Data records
:::::
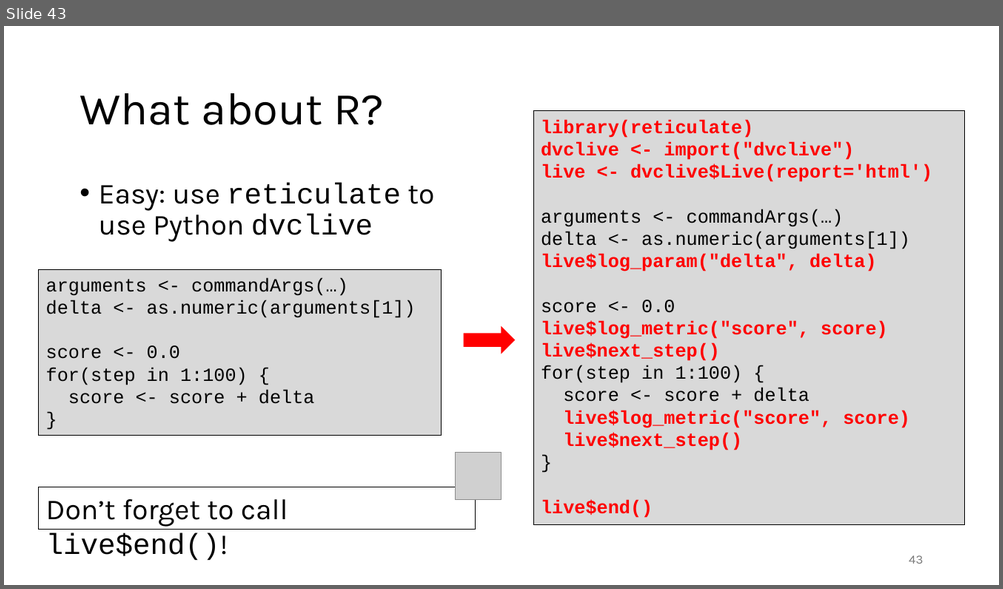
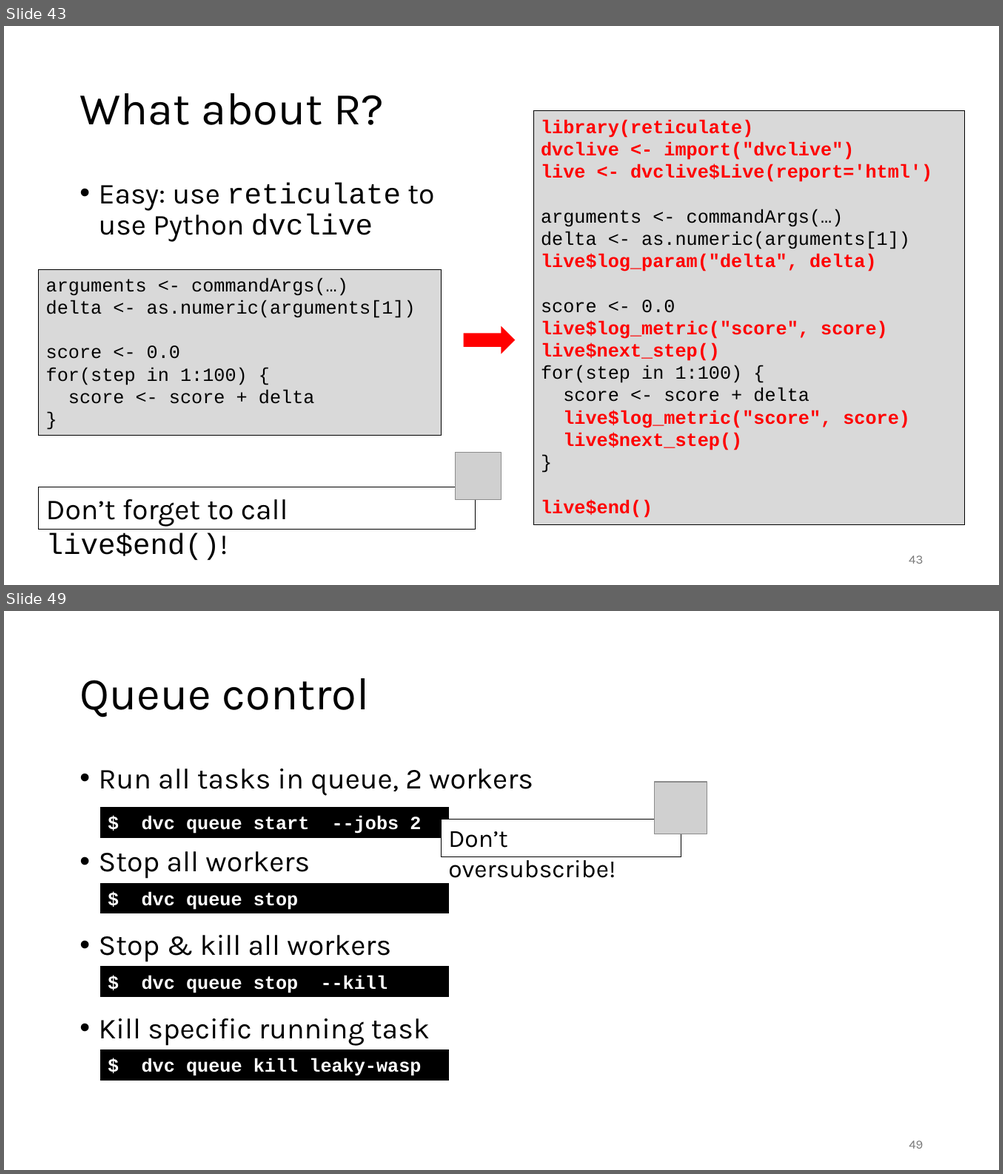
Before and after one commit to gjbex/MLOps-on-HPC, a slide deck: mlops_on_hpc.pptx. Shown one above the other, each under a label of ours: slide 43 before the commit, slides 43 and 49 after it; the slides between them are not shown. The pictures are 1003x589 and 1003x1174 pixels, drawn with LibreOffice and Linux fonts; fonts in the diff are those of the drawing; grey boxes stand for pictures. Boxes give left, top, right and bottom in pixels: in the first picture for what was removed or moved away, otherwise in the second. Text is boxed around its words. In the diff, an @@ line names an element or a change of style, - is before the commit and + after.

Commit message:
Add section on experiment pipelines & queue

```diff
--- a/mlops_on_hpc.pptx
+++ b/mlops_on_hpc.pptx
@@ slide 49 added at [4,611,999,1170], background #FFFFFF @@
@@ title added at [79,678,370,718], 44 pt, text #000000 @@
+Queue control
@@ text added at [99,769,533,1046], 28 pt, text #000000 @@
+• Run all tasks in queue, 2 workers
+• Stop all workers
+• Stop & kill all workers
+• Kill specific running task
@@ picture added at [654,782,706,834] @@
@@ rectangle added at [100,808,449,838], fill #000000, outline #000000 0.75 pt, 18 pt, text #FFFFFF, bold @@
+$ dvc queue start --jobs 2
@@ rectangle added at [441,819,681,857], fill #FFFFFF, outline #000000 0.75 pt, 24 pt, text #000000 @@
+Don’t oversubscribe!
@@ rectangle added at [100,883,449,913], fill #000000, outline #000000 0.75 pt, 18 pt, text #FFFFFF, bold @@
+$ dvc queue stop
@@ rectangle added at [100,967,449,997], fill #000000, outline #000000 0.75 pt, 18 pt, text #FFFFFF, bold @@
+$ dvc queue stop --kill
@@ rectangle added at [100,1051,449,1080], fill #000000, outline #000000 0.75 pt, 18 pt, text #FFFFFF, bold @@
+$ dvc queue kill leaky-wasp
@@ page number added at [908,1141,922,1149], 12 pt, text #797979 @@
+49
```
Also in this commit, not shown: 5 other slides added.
:::::
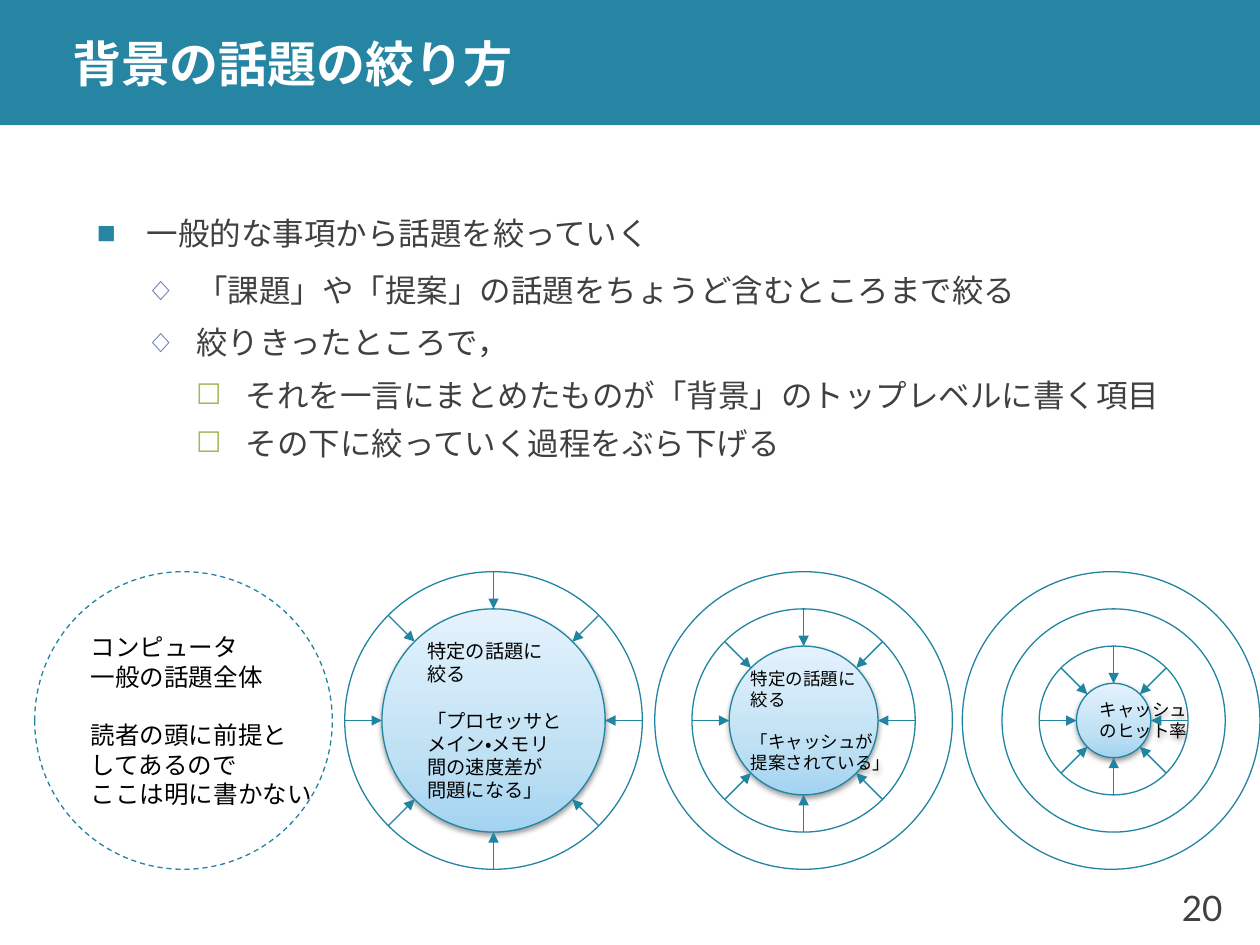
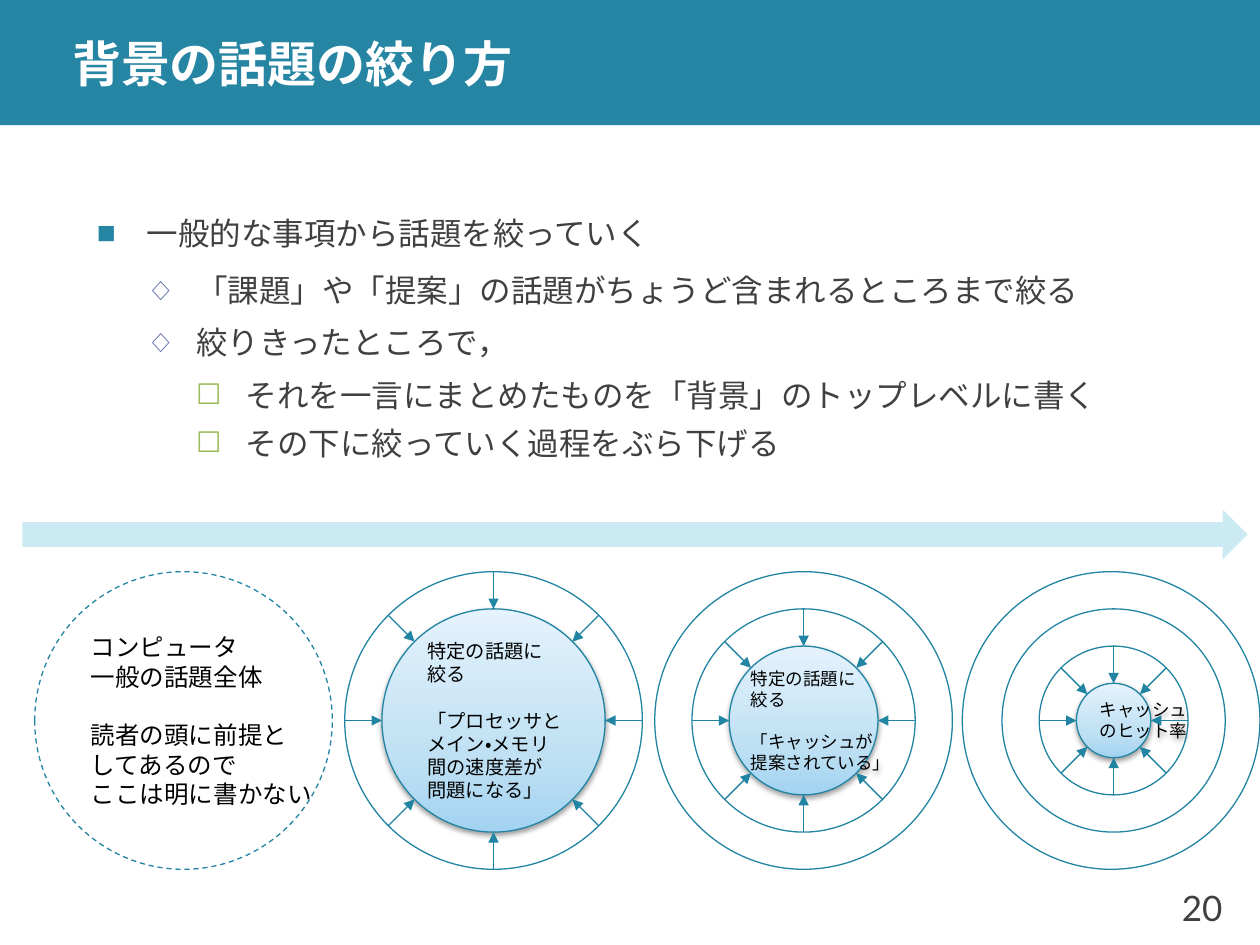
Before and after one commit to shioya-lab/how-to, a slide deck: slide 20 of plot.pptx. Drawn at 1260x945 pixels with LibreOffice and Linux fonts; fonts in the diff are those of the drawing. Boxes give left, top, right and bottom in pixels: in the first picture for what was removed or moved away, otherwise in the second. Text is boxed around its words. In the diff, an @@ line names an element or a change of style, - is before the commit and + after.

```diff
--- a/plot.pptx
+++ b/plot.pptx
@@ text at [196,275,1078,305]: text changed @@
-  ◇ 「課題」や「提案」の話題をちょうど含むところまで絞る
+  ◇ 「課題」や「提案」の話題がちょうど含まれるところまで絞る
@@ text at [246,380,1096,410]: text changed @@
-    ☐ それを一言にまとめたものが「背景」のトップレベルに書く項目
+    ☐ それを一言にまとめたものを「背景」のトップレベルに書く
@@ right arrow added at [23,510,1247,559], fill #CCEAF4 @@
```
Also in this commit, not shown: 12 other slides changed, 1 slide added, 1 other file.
:::::
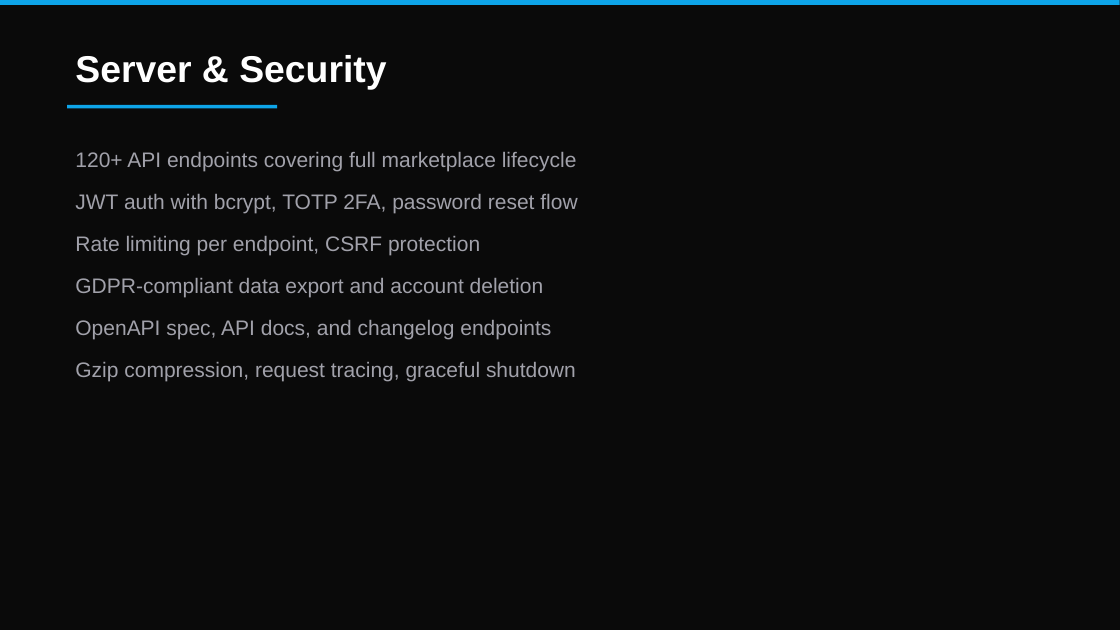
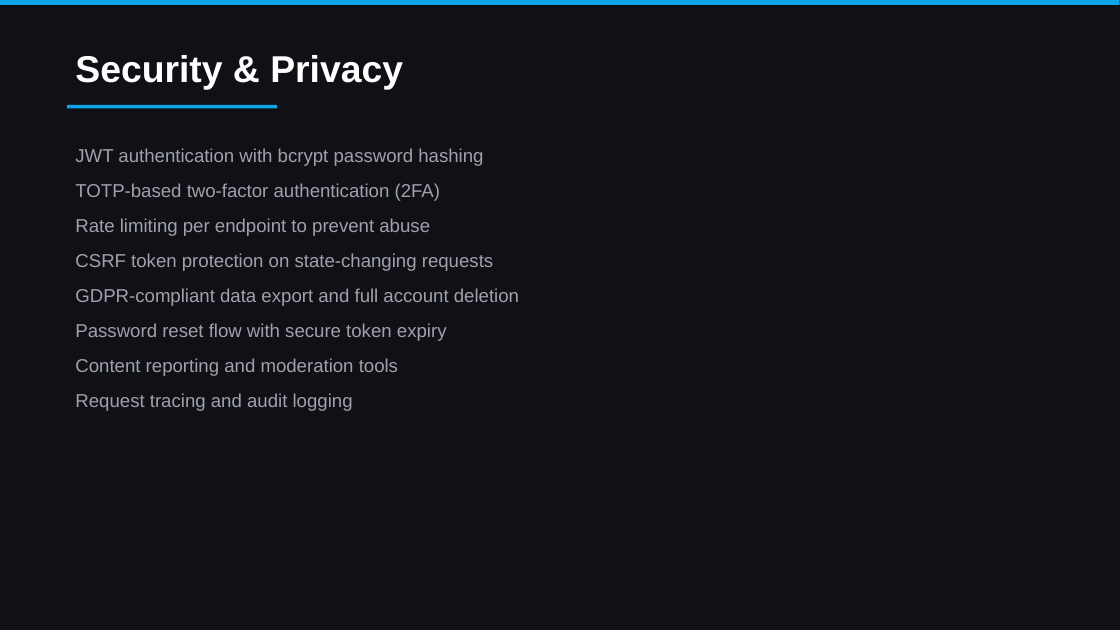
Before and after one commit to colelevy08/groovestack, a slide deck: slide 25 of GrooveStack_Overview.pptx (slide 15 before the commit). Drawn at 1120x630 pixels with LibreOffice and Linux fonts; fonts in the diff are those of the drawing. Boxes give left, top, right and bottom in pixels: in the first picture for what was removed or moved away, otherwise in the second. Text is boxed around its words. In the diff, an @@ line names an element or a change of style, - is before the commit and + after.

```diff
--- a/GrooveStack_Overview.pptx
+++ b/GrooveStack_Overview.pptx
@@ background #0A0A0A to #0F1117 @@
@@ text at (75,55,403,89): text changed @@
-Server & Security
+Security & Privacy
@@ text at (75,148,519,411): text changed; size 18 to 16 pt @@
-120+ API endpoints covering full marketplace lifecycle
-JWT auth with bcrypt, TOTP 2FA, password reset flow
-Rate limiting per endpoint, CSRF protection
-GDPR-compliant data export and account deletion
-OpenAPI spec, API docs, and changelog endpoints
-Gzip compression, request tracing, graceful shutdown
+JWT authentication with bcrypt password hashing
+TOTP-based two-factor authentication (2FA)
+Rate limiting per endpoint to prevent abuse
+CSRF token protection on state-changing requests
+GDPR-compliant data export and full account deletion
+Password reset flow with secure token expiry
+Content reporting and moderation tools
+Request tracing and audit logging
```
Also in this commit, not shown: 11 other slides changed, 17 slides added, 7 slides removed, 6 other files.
:::::
▸ **Your assignment**: Filter the entries and copy each line with "reset".

▸ **The completed task**:
-JWT auth with bcrypt, TOTP 2FA, password reset flow
+Password reset flow with secure token expiry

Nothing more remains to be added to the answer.